Applicant's summary and conclusion

Conclusions:

Interpretation of results (migrated information):
negative without metabolic activation
negative with metabolic activation

CITROWANIL B is not mutagenic in the Bacterial Reverse Mutation Test using Salmonella typhimurium, strains TA97a, TA98, TA100, TA102 and TA1535.

Executive summary:

Three valid experiments were performed to evaluate the mutagenic potential of CITROWANIL B in the Bacterial Reverse Mutation Test.

 

First Experiment:

Five concentrations of the test item, dissolved in dimethyl sulfoxid (DMSO) (ranging from 4998 to 50 µg/plate) were used. Five genetically manipulated strains ofSalmonella typhimurium(TA97a, TA98, TA100, TA102 and TA1535) were exposed to the test item both in the presence and in the absence of a metabolic activation system (S9) for 48 hours using the plate incorporation method.

Signs of toxicity towards the bacteria could be observed in the two highest concentrations (4998 and 1499 µg/plate).

None of the three last concentrations (500, 150 and 50 µg/plate) caused a significant increase in the numbers of revertant colonies in the tested strains. The test item didn’t show any mutagenic effect in the first experiment.

The sterility control and the determination of the titre didn’t show any inconsistencies. The determined values for the spontaneous revertants of the negative controls were within the normal range. All positive controls showed mutagenic effects with and without metabolic activation.

 

Second Experiment:

Because of the results of the first experiment, a second experiment was performed, using five concentrations of the test item (ranging from 501 to 5 µg/plate), using the plate incorporation method, too.

The test item didn’t show mutagenic effects in the second experiment, either.

No signs of toxicity towards the bacteria could be observed.

The sterility control and the determination of the titre didn’t show any inconsistencies. The determined values for the spontaneous revertants of the negative controls were within the normal range. All positive controls showed mutagenic effects with and without metabolic activation.

 

Third Experiment:

To verify the first and the second experiment, a third experiment was performed, using seven concentrations of the test item (ranging from 504 to 8 µg/plate) and a modification in study performance(pre-incubation method).

The test item didn’t show mutagenic effects in the third experiment, either.

No signs of toxicity towards the bacteria could be observed.
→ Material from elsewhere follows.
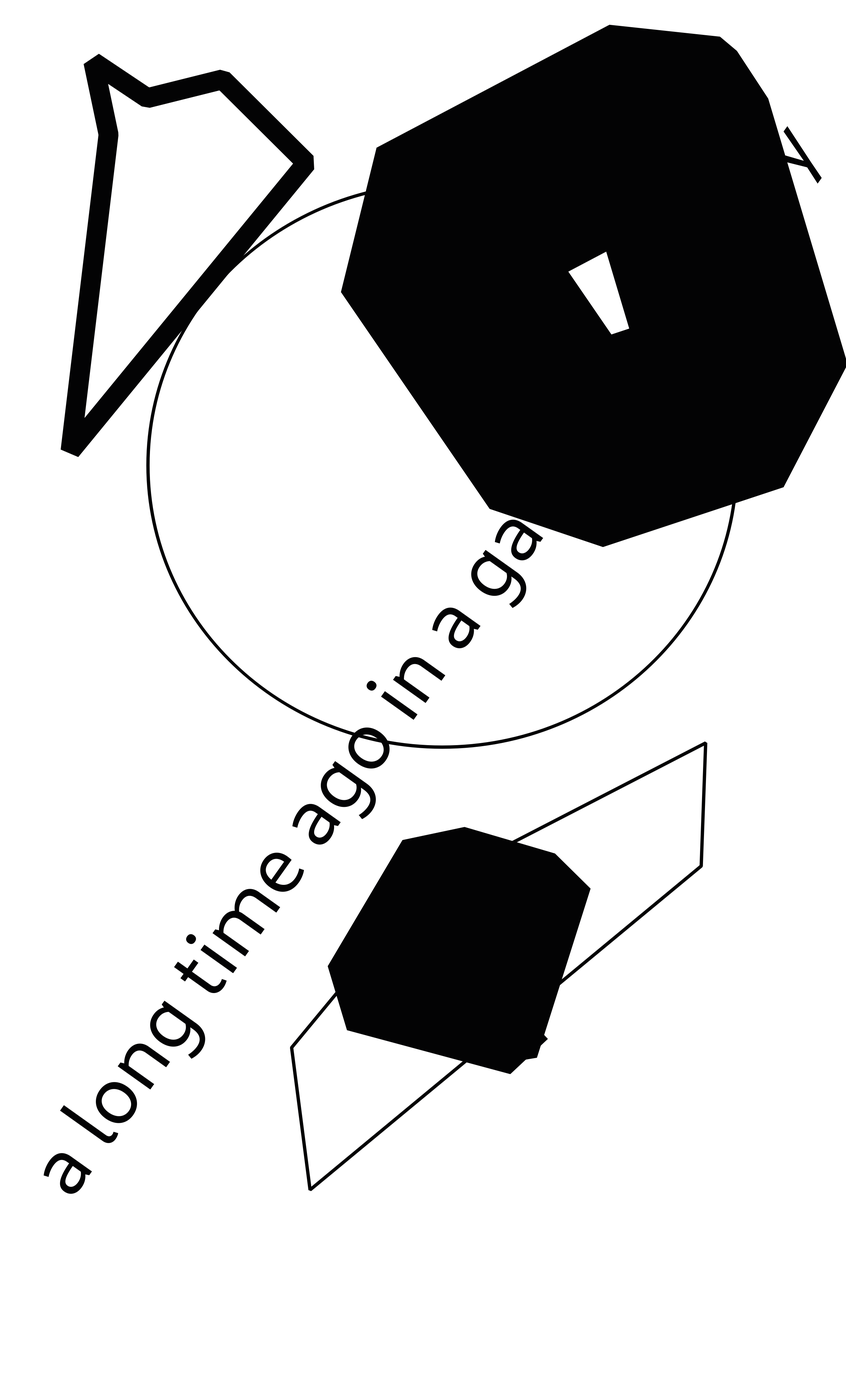
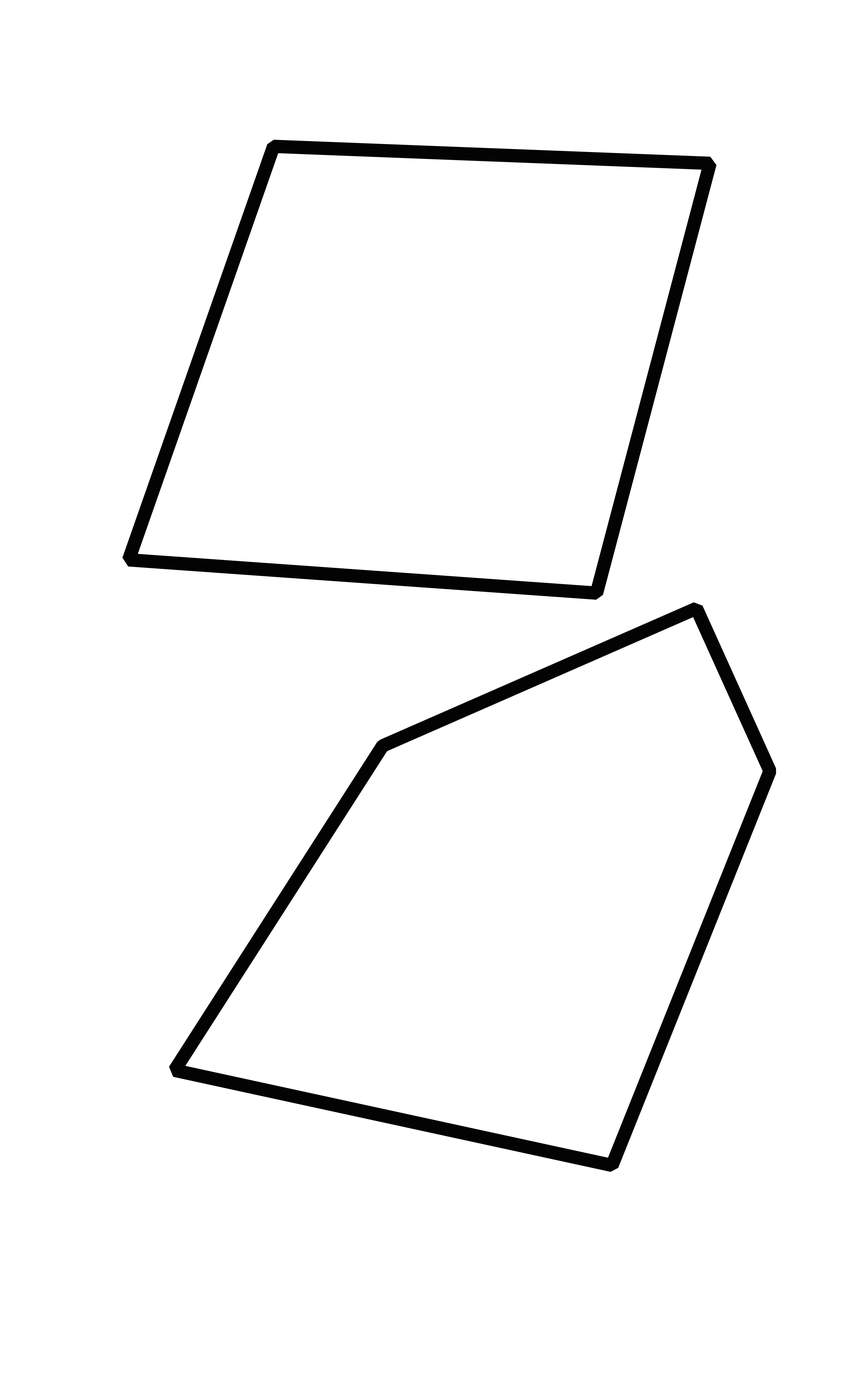
Revision of a layered 846 x 1394 image; what changed, layer by layer:
pixels changed over [43,24,846,1194] (layer not identified)

The sterility control and the determination of the titre didn’t show any inconsistencies. The determined values for the spontaneous revertants of the negative controls were within the normal range. All positive controls showed mutagenic effects with and without metabolic activation.

 

Under the conditions of the test, the test item didn’t show mutagenic effects in Salmonella typhimurium, strains TA97a, TA98, TA100, TA102 and TA1535.

Therefore, no concentration-effect relationship could be determined.

 

The test item CITROWANIL B is considered as “not mutagenic under the conditions of the test”.